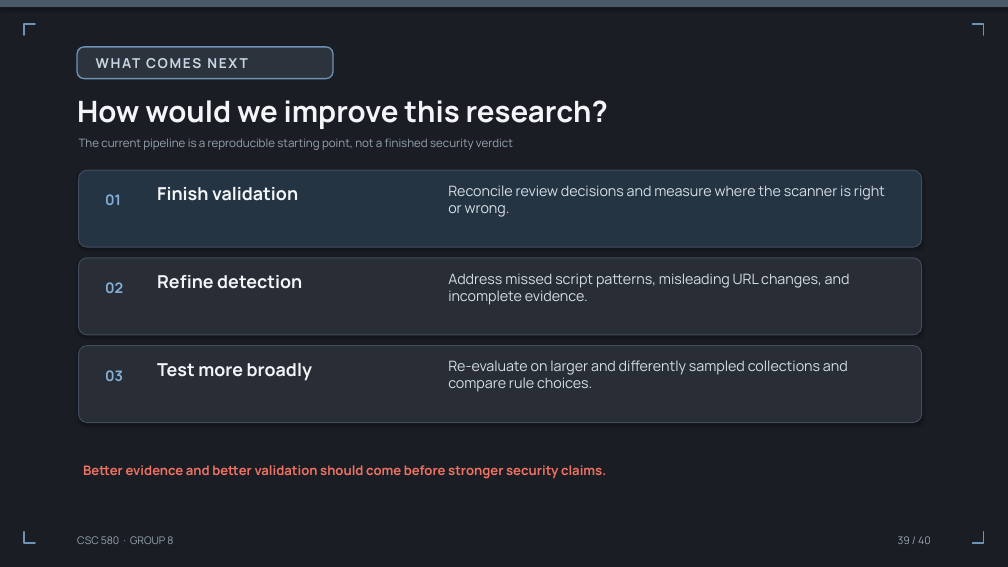
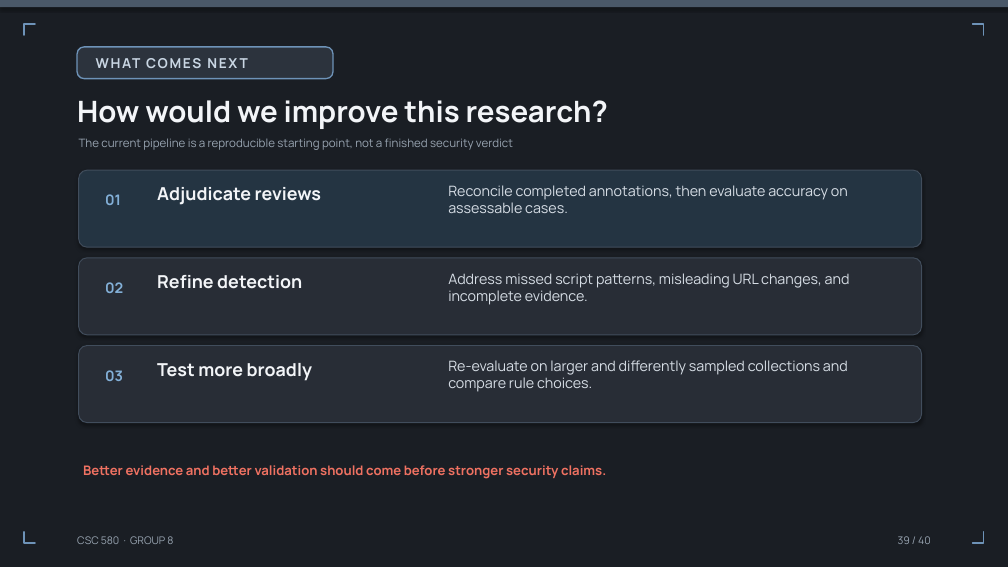
Before and after one commit to umdnp/csc580-project8, a slide deck: slide 39 of docs/group8_final_presentation.pptx. Drawn at 1008x567 pixels with LibreOffice and Linux fonts; fonts in the diff are those of the drawing; background and template pictures are left out. Boxes give left, top, right and bottom in pixels: in the first picture for what was removed or moved away, otherwise in the second. Text is boxed around its words. In the diff, an @@ line names an element or a change of style, - is before the commit and + after.

```diff
--- a/docs/group8_final_presentation.pptx
+++ b/docs/group8_final_presentation.pptx
@@ text at [157,187,321,205]: text changed @@
-Finish validation
+Adjudicate reviews
@@ text at [448,185,848,213]: text changed @@
-Reconcile review decisions and measure where the scanner is right or wrong.
+Reconcile completed annotations, then evaluate accuracy on assessable cases.
```
Also in this commit, not shown: 1 other slide changed.

------------------------------------------------

Count the lines in the preceding entries that contain the string "Reconcile", and state only the resulting number.

2